"Art is just a way to force a new perspective on something familiar." That's a line from the final episode of Netflix's "Homemade," a series consisting of 17 short films from acclaimed filmmakers, all produced during quarantine in the spring of 2020. These internationally curated perspectives are mostly about one thing that remains new to all of us: life in quarantine during a pandemic.
You can watch these films in any order (so says Netflix), but the two that bookend the series have a commonality that is hard to miss. Both take aerial views of desolate cities under lockdown. Ladj Ly's intro film takes shots from a teenager's drone as he scans the streets around him, some empty, some filled with lines of people wearing masks. Ana Lily Amirpour's film "Ride It Out" has a similar cinematic perspective as it follows a woman on her bike ride through Los Angeles (Cate Blanchett narrates). Between these two projects are 15 shorts that zoom in on familial life, personal struggles, and quirky time-killing endeavors, all averaging out to about seven to eight minutes each.
Many common threads are hard to miss here, which is inevitable given the project's limitations. Many filmmakers employ their children to be themselves. And many take a documentary route about the experience of being shut in. My personal favorites are the films that go outside the parameters and find a way to tell a story that has little to do with the pandemic.
Pablo Larrain's "Last Call" is, thankfully, the only Zoom-based film (I guess "SNL" cornered the market on those), featuring an elderly man trying to get in touch with "the one that got away." I wouldn't dream of revealing this film's punchline, but it certainly contains the biggest laugh of the bunch. Maggie Gyllenhaal's effective and bittersweet sci-fi tale, "Penelope," features a widowed farmer (Peter Sarsgaard, Gyllenhaal's husband) coping with new gravitational forces, the result of a different kind of pandemic altogether. Director Antonio Campos takes a psychological horror approach in the creepy "Annex," in which a family finds a mysterious, unconscious man on the beach, takes him home and tries to get the authorities to come out, which they never do.

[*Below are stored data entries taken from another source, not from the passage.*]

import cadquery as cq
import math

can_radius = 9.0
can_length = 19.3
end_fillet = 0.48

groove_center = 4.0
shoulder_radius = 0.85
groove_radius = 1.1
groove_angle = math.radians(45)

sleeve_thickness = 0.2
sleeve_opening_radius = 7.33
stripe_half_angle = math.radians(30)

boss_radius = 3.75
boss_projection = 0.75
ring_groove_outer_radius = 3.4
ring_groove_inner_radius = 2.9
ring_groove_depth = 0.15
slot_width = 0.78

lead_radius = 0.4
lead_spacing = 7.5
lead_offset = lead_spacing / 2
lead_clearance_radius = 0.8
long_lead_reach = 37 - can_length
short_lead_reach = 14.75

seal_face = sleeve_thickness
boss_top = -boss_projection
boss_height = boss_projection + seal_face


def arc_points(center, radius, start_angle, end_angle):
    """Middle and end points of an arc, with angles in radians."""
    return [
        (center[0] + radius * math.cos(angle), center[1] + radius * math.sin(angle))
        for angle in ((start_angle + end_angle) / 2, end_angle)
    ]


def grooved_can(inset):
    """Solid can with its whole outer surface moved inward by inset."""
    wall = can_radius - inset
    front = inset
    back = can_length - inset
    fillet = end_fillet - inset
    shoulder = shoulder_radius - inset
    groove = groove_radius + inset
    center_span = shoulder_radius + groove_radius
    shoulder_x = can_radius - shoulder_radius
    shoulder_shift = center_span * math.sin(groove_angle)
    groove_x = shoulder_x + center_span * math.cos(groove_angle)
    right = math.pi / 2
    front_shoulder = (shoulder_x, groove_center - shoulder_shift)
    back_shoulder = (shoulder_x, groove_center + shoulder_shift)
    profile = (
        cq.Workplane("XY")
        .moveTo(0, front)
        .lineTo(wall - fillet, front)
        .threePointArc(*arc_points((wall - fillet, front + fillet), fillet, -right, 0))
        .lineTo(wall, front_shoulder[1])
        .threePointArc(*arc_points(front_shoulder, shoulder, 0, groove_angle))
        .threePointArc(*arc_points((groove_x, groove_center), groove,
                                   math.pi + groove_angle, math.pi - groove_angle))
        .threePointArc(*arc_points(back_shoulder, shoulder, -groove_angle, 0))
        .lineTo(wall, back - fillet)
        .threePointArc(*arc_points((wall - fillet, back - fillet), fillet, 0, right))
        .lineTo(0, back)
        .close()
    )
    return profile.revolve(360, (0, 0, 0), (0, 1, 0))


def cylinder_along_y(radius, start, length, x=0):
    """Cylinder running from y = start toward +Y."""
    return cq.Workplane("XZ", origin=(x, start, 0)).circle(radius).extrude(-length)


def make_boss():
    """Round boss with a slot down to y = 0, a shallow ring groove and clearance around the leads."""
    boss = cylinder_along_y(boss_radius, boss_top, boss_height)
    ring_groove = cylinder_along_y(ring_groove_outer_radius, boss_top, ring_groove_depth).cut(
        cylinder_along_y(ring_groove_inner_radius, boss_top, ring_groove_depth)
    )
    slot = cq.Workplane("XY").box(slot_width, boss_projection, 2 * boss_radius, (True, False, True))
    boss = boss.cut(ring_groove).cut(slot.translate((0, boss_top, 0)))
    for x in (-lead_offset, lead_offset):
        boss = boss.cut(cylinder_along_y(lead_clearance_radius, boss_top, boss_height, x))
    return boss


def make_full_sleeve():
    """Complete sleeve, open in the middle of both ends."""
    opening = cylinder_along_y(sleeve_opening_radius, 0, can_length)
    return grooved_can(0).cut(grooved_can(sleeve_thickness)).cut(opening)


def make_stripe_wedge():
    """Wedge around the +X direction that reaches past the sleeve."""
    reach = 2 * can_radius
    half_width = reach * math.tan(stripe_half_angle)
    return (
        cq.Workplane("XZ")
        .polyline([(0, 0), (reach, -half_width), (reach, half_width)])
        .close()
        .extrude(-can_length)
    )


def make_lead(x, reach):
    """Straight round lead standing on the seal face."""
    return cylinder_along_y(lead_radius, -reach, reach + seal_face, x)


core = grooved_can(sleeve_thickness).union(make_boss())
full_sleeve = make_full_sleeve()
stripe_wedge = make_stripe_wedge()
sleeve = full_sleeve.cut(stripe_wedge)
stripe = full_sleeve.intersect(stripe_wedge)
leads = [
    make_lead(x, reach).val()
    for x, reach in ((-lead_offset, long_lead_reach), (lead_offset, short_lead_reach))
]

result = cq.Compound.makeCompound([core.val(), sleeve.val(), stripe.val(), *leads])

My favorite pandemic-specific films are the aforementioned "Ride It Out," as well as Naomi Kawase's "No Border," the least linear film of the bunch, and a beautiful meditation on isolation and the new global reality within. I also loved Johnny Ma's letter to his estranged mother, who never accepted his new family and who knows "you'll never see this because you don't have Netflix." It's the only film I can think of that ends with a recipe for everyone to try at home. It pairs nicely with Rachel Morrison's "The Lucky Ones," which is a letter to her five-year-old about what is worth remembering from this particular time.
There are a lot of wonderful films in the bunch, and a few forgettable ones. Some have complained that the whole endeavor reeks of privilege, a point Sebastian Leilo's sly musical contribution "Algorhythm" points out as his character sings about the reviews this film will eventually get (they were right).
But do the shorts work in and of themselves? I would have no problem programming some of these for a festival. Would Kristen Stewart's directorial and performance piece "Crickets," about an insomniac, work as a film if removed from the umbrella of the pandemic? Hard to say, but it's an effective work that smartly remains in mostly close-ups as her character repeats to whomever might be listening, "I just need a break." Don't we all. (Also, I love what she wrote for the credits).
If Netflix commissions a second season of "Homemade," they could do well by further expanding the worldview. Among other topics to cover: Online learning, the stress of unemployment, home-based quarantine while having symptoms, doctors and nurses coming home after a shift. We definitely have a surplus of filmmakers' home movies starring their kids. It's time to move on. There are so many more places to go with this to get even newer perspectives.
Covid Cinema will likely become a subgenre with many different flavors, and "Homemade" could represent a sampling of what's to come. (I'm sure the horror genre alone will be filled with countless parables and allegories.) It'll be even more interesting years from now, or whenever we get some distance from COVID-19, to look at most of these shorts as a document of what life became for many of us.